A silent enemy named silence
Being an introvert, I always considered myself to be rather comfortable with silence and solitude. Because of the large age gap between me and my siblings, I grew up spending a lot of my free time playing and exploring the world by myself. Oftentimes I would wander off into my fantasy world and have myriad adventures all on my own, and be perfectly okay with it. Growing older I continued to spend a great deal of my spare time engaging in solitary activities, be it reading, walking in nature, browsing the net or reorganizing my room.
So although you could say I was quite familiar with being in with silence, I had never regarded it to be an activity in and of itself. I was very resourceful at using the space created by the absence of outside noise and the engagement of other people as an opportunity to fill it with distractions of my own choosing. I was never really being present in the moment, but merely escaping into fantasy worlds, trying to achieve a state of contentment and bliss.
Although I had been reading about meditation for a while, it wasn’t until my second year of college that I was first introduced to the actual practice. It was the week before my exams started and while sitting in a beginner’s yoga class, the teacher told me to envision the sun shining into my crown chakra and spreading light throughout every fiber of my body. This all seemed very abstract to me at the time and I remember thinking it did not do anything for me. With all that I had read online about meditation being the catalyst for the most profound spiritual experiences, I was expecting it to sway me off into a dreamlike state of bliss.

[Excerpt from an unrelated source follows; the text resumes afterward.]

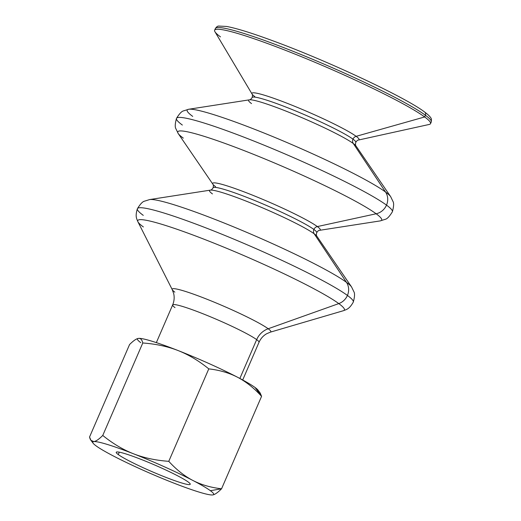 <?xml version="1.0" encoding="UTF-8"?>
<svg xmlns="http://www.w3.org/2000/svg" width="521" height="521" viewBox="0 0 521 521"><rect width="100%" height="100%" fill="white"/><g stroke="black" fill="none" stroke-linecap="round" stroke-linejoin="round"><path stroke-width="0.78" d="M347.429 295.433A117.616 10.453 -156.6 0 0 229.481 237.335A117.616 10.453 -156.6 0 0 137.407 208.687A117.616 10.453 23.4 0 1 229.481 237.335A117.616 10.453 23.4 0 1 347.429 295.433A14.113 13.097 126.2 0 1 338.787 303.593A14.113 13.097 -53.8 0 0 347.429 295.433A117.616 10.453 23.4 0 1 353.29 302.108A117.616 10.453 -156.6 0 0 347.429 295.433A14.113 13.097 -53.8 0 0 346.478 282.343A111.103 9.879 23.4 0 1 351.571 286.954L351.571 286.954A111.103 9.879 -156.6 0 0 346.478 282.343A14.113 13.097 126.2 0 1 347.429 295.433M143.373 226.954A112.582 10.01 23.4 0 1 137.915 221.79A112.582 10.01 23.4 0 1 220.468 245.762A112.582 10.01 23.4 0 1 338.787 303.593A112.582 10.01 23.4 0 1 343.391 310.711A112.582 10.01 -156.6 0 0 338.787 303.593A112.582 10.01 -156.6 0 0 220.468 245.762A112.582 10.01 -156.6 0 0 137.915 221.79C136.971 219.061 134.822 216.912 137.407 208.687C140.286 204.011 142.682 201.497 144.604 201.145L149.638 199.569A111.103 9.879 23.4 0 1 242.167 230.425A111.103 9.879 23.4 0 1 346.478 282.343A111.103 9.879 -156.6 0 0 242.167 230.425A111.103 9.879 -156.6 0 0 149.638 199.569L210.334 190.139A58.626 5.21 23.4 0 1 259.165 206.42A58.626 5.21 23.4 0 1 314.209 233.818A4.702 4.363 126.2 0 1 313.889 229.455A56.457 5.021 -156.6 0 0 257.276 201.568A56.457 5.021 -156.6 0 0 213.082 187.82A56.457 5.021 23.4 0 1 257.276 201.568A56.457 5.021 23.4 0 1 313.889 229.455A4.702 4.363 -53.8 0 0 314.209 233.818A58.626 5.21 23.4 0 1 316.892 236.254A58.626 5.21 -156.6 0 0 314.209 233.818L346.478 282.343L314.209 233.818A58.626 5.21 -156.6 0 0 259.165 206.42A58.626 5.21 -156.6 0 0 210.334 190.139A58.626 5.21 23.4 0 0 212.444 193.91M386.51 205.118A117.616 10.453 -156.6 0 0 268.562 147.02A117.616 10.453 -156.6 0 0 176.489 118.371A117.616 10.453 23.4 0 1 268.562 147.02A117.616 10.453 23.4 0 1 386.51 205.118A14.113 13.097 126.2 0 1 376.155 213.773A14.113 13.097 -53.8 0 0 386.51 205.118A117.616 10.453 23.4 0 1 392.378 211.793A117.616 10.453 -156.6 0 0 386.51 205.118A14.113 13.097 -53.8 0 0 385.56 192.034A111.103 9.879 23.4 0 1 390.652 196.638A111.103 9.879 -156.6 0 0 385.56 192.034A14.113 13.097 126.2 0 1 386.51 205.118M183.307 138.137A111.103 9.879 23.4 0 1 178.215 133.532A111.103 9.879 23.4 0 1 257.713 156.02A111.103 9.879 23.4 0 1 376.155 213.773A111.103 9.879 23.4 0 1 380.148 220.911A111.103 9.879 -156.6 0 0 376.155 213.773A111.103 9.879 -156.6 0 0 257.713 156.02A111.103 9.879 -156.6 0 0 178.215 133.532L175.916 128.778C174.861 127.137 175.049 123.672 176.489 118.371C179.367 113.702 181.764 111.188 183.685 110.836L188.719 109.254A111.103 9.879 23.4 0 1 281.249 140.11A111.103 9.879 23.4 0 1 385.56 192.034A111.103 9.879 -156.6 0 0 281.249 140.11A111.103 9.879 -156.6 0 0 188.719 109.254L249.416 99.83A58.626 5.21 23.4 0 1 298.246 116.111A58.626 5.21 23.4 0 1 353.29 143.509A4.702 4.363 126.2 0 1 352.971 139.146A56.457 5.021 -156.6 0 0 296.358 111.26A56.457 5.021 -156.6 0 0 252.164 97.505A56.457 5.021 23.4 0 1 296.358 111.26A56.457 5.021 23.4 0 1 352.971 139.146A4.702 4.363 -53.8 0 0 353.29 143.509A58.626 5.21 23.4 0 1 355.973 145.939A58.626 5.21 -156.6 0 0 353.29 143.509L385.56 192.034L353.29 143.509A58.626 5.21 -156.6 0 0 298.246 116.111A58.626 5.21 -156.6 0 0 249.416 99.83A58.626 5.21 23.4 0 0 251.526 103.594M254.802 96.58A58.385 5.19 23.4 0 1 252.04 94.021A58.385 5.19 23.4 0 1 294.365 106.167A58.385 5.19 23.4 0 1 356.149 136.326A58.385 5.19 23.4 0 1 358.409 140.051C357.647 140.051 356.774 140.813 355.784 142.35A56.457 5.021 -156.6 0 0 352.971 139.146A56.457 5.021 23.4 0 1 355.784 142.35C355.342 144.148 355.4 145.346 355.973 145.939L390.652 196.638L392.951 201.393C394.006 203.034 393.817 206.498 392.378 211.793C389.5 216.469 387.103 218.983 385.182 219.334L380.148 220.911L319.451 230.341A58.626 5.21 -156.6 0 0 317.341 226.57L376.155 213.773L317.341 226.57A4.702 4.363 -53.8 0 0 313.889 229.455A56.457 5.021 23.4 0 1 316.703 232.659A56.457 5.021 -156.6 0 0 313.889 229.455A4.702 4.363 126.2 0 1 317.341 226.57A58.626 5.21 -156.6 0 0 254.841 196.098A58.626 5.21 -156.6 0 0 212.894 184.232A58.626 5.21 23.4 0 1 254.841 196.098A58.626 5.21 23.4 0 1 317.341 226.57A58.626 5.21 23.4 0 1 319.451 230.341C318.624 230.328 317.712 231.103 316.703 232.659C316.26 234.463 316.319 235.655 316.892 236.254L351.571 286.954L353.87 291.701C354.925 293.343 354.736 296.814 353.29 302.108C349.07 309.624 346.029 309.533 343.391 310.711L270.386 332.144A53.761 4.78 -156.6 0 0 268.185 328.751A18.821 17.467 -53.8 0 0 256.664 339.633A47.046 4.181 -156.6 0 0 209.481 316.397A47.046 4.181 -156.6 0 0 172.653 304.935A47.046 4.181 23.4 0 1 209.481 316.397A47.046 4.181 23.4 0 1 256.664 339.633A47.046 4.181 23.4 0 1 259.009 342.304A47.046 4.181 -156.6 0 0 256.664 339.633A18.821 17.467 126.2 0 1 268.185 328.751L338.787 303.593L268.185 328.751A53.761 4.78 23.4 0 1 270.386 332.144L266.596 333.772C263.222 335.726 260.689 338.572 259.009 342.304L242.701 379.985M210.393 490.697L221.562 488.783C210.816 487.578 201.243 484.791 192.842 480.44A65.867 5.855 23.4 0 1 210.393 490.697A65.867 5.855 23.4 0 1 212.633 494.943C214.737 494.683 217.713 492.632 221.562 488.783L210.393 490.697A65.867 5.855 -156.6 0 0 192.842 480.44C184.447 476.057 176.424 469.688 168.771 461.332C155.72 460.395 143.946 457.874 133.441 453.765C122.943 449.636 112.718 443.534 102.761 435.445C98.912 439.294 95.936 441.346 93.832 441.606L90.941 440.33L89.553 437.008L129.56 344.55C133.409 340.708 136.391 338.65 138.495 338.389A65.867 5.855 -156.6 0 0 140.735 342.642A65.867 5.855 23.4 0 1 138.495 338.389C136.391 338.65 133.409 340.708 129.56 344.55L89.553 437.008C90.309 440.31 91.735 441.841 93.832 441.606A65.867 5.855 23.4 0 1 133.441 453.765A65.867 5.855 23.4 0 1 192.842 480.44C201.243 484.791 210.816 487.578 221.562 488.783C217.713 492.632 214.737 494.683 212.633 494.943A65.867 5.855 23.4 0 1 212.594 494.95L212.633 494.943A65.867 5.855 -156.6 0 0 210.393 490.697M212.594 494.95A65.867 5.855 23.4 0 1 173.024 482.785A65.867 5.855 23.4 0 1 113.624 456.116A65.867 5.855 23.4 0 1 96.066 445.859A65.867 5.855 23.4 0 1 93.148 443.26A65.867 5.855 23.4 0 1 93.832 441.606C95.936 441.346 98.912 439.294 102.761 435.445L142.774 342.987C142.018 339.685 140.592 338.155 138.495 338.389L138.534 338.389A65.867 5.855 -156.6 0 0 138.495 338.389C140.592 338.155 142.018 339.685 142.774 342.987C155.825 343.925 167.599 346.445 178.104 350.555A65.867 5.855 -156.6 0 0 138.534 338.389L138.534 338.389M255.056 387.481L261.575 396.325L260.187 393.01L257.973 390.073A65.867 5.855 -156.6 0 0 255.056 387.481A65.867 5.855 -156.6 0 0 237.504 377.224C245.899 381.6 253.922 387.969 261.575 396.325L255.056 387.481A65.867 5.855 23.4 0 0 237.504 377.224A65.867 5.855 -156.6 0 0 178.104 350.555C188.602 354.684 198.827 360.793 208.778 368.875C219.523 370.086 229.103 372.867 237.504 377.224C229.103 372.867 219.523 370.086 208.778 368.875L168.771 461.332C176.424 469.688 184.447 476.057 192.842 480.44A65.867 5.855 -156.6 0 0 133.441 453.765C143.946 457.874 155.72 460.395 168.771 461.332L208.778 368.875C198.827 360.793 188.602 354.684 178.104 350.555C167.599 346.445 155.825 343.925 142.774 342.987L102.761 435.445C112.718 443.534 122.943 449.636 133.441 453.765A65.867 5.855 -156.6 0 0 93.832 441.606A65.867 5.855 -156.6 0 0 96.066 445.859A65.867 5.855 -156.6 0 0 113.624 456.116A65.867 5.855 -156.6 0 0 173.024 482.785A65.867 5.855 -156.6 0 0 212.633 494.943M119.289 452.169L118.254 454.559A40.299 3.582 -156.6 0 0 158.671 474.462A40.299 3.582 -156.6 0 0 190.217 484.283A40.299 3.582 -156.6 0 0 188.205 481.99A40.299 3.582 -156.6 0 0 147.795 462.088A40.299 3.582 -156.6 0 0 116.248 452.274A40.299 3.582 -156.6 0 0 118.254 454.559L119.289 452.169M239.862 378.461L256.664 339.633L239.862 378.461M174.867 292.151A53.761 4.78 23.4 0 1 172.269 289.683A53.761 4.78 23.4 0 1 211.689 301.131A53.761 4.78 23.4 0 1 268.185 328.751A53.761 4.78 -156.6 0 0 211.689 301.131A53.761 4.78 -156.6 0 0 172.269 289.683L137.915 221.79M215.577 186.661A58.626 5.21 23.4 0 1 212.894 184.232L178.215 133.532M356.149 136.326L424.661 116.958A117.616 10.453 -156.6 0 0 300.207 56.19A117.616 10.453 -156.6 0 0 214.945 31.735L252.04 94.021A58.385 5.19 -156.6 0 1 294.365 106.167A58.385 5.19 -156.6 0 1 356.149 136.326A4.702 4.363 -53.8 0 0 352.971 139.146A4.702 4.363 126.2 0 1 356.149 136.326A58.385 5.19 -156.6 0 1 358.409 140.051L429.206 124.454A117.616 10.453 -156.6 0 0 424.661 116.958L425.403 115.239A117.616 10.453 -156.6 0 0 307.462 57.141A117.616 10.453 -156.6 0 0 215.388 28.492A117.616 10.453 23.4 0 1 307.462 57.141A117.616 10.453 23.4 0 1 425.403 115.239A117.616 10.453 23.4 0 1 431.271 121.914A117.616 10.453 -156.6 0 0 425.403 115.239A2.82 2.618 -53.8 0 0 424.622 112.002A2.82 2.618 126.2 0 1 425.403 115.239L424.661 116.958A117.616 10.453 23.4 0 1 430.528 123.633L431.271 121.914L431.447 119.361C431.355 118.912 431.349 117.069 424.622 112.002C405.442 97.31 327.943 60.996 273.453 41.022C252.151 33.142 236.541 28.29 226.615 26.454L218.677 26.05C217.596 26.05 216.495 26.864 215.388 28.492L214.645 30.211A117.616 10.453 23.4 0 1 306.719 58.86A117.616 10.453 23.4 0 1 424.661 116.958L356.149 136.326M220.507 36.887A117.616 10.453 23.4 0 1 214.645 30.211M424.074 111.696A2.82 2.618 126.2 0 1 424.622 112.002M182.357 125.053A117.616 10.453 23.4 0 1 176.489 118.371M143.275 215.362A117.616 10.453 23.4 0 1 137.407 208.687M192.711 116.398A111.103 9.879 23.4 0 1 188.719 109.254M174.997 307.605A47.046 4.181 23.4 0 1 172.653 304.935L156.346 342.616M258.195 391.74L261.575 396.325L221.562 488.783L261.575 396.325C253.922 387.969 245.899 381.6 237.504 377.224A65.867 5.855 23.4 0 0 178.104 350.555A65.867 5.855 23.4 0 0 138.495 338.389M188.205 481.99A40.299 3.582 23.4 0 1 165.339 477.151A40.299 3.582 23.4 0 1 118.254 454.559A40.299 3.582 23.4 0 1 141.119 459.398A40.299 3.582 23.4 0 1 188.205 481.99M212.894 184.232C213.467 184.825 213.525 186.017 213.082 187.82C212.073 189.377 211.161 190.152 210.334 190.139M252.04 94.021C252.568 94.575 252.607 95.734 252.164 97.505C251.155 99.068 250.243 99.837 249.416 99.83M93.148 443.26L90.941 440.33M172.269 289.683L173.695 293.636C174.555 297.419 174.209 301.184 172.653 304.935"/></g></svg>

But there I was, agitated and distracted by the aching of my left knee and the heavy breathing of the guy next to me, and if anything even more confronted with my thoughts obsessing over the upcoming exams. If it wasn’t going to take my racing mind off my worries, then what was the point in doing it, right?
Going Eat, Pray, Love
Somewhat discouraged I did not come back to meditation for a while. But I still desired to gain that spiritual insight that I had been reading about. So when my boyfriend and I started making plans to travel through Asia for a year after our graduation, I decided that would be the perfect time and place to go join an ashram Liz Gilbert-style and have the life-changing experience I longed for. I had no idea when or how this would take place, but as I had my mind firmly set on it, things naturally started to align with my intention.
In the Malay jungle, we met a fellow traveler who talked about Vipassana. He hadn’t taken a course himself, but friends of his had and he was planning to go to one of the centers in Cambodia. I was intrigued by his story. This was the opportunity I had been waiting for! A couple of months later we found ourselves confronted with a time gap between the expiration of our Thai visa and our next flight to Myanmar, and it turned out the Vipassana center in Malaysia was hosting a 10-day beginner’s course in that exact timeframe. This was divine timing.
The boot camp of meditation
We read up on the details of the course on the international website and for some reason, the strict rules and rigorous timetable that you have to agree to did not throw me off one bit. This was going to be IT! For those of you that are not familiar with the rules of a Vipassana retreat, I will recap them. The set of rules is called the Code of Discipline, and one can safely say discipline is in order!
For new students there is a list of five precepts:
- to abstain from killing any being (this includes ants and mosquitos, by the way)
- to abstain from stealing
- to abstain from all sexual activity
- to abstain from telling lies
- to abstain from all intoxicants
Additionally, you have to agree to:
- suspend any religious, spiritual and/or healing practices;
- abstain from all forms of exercise, except for walking around the grounds;
- observe noble silence during the entirety of the course, this means no gestures as well;
- maintain complete segregation of men and women;
- abstain from all physical contact;
- not bring any religious objects or crystals onto the site;
- wear modest clothing;
- have no outside communication;
- abstain from listening to music, reading and writing;
- and last but not least: not take any pictures or make recordings.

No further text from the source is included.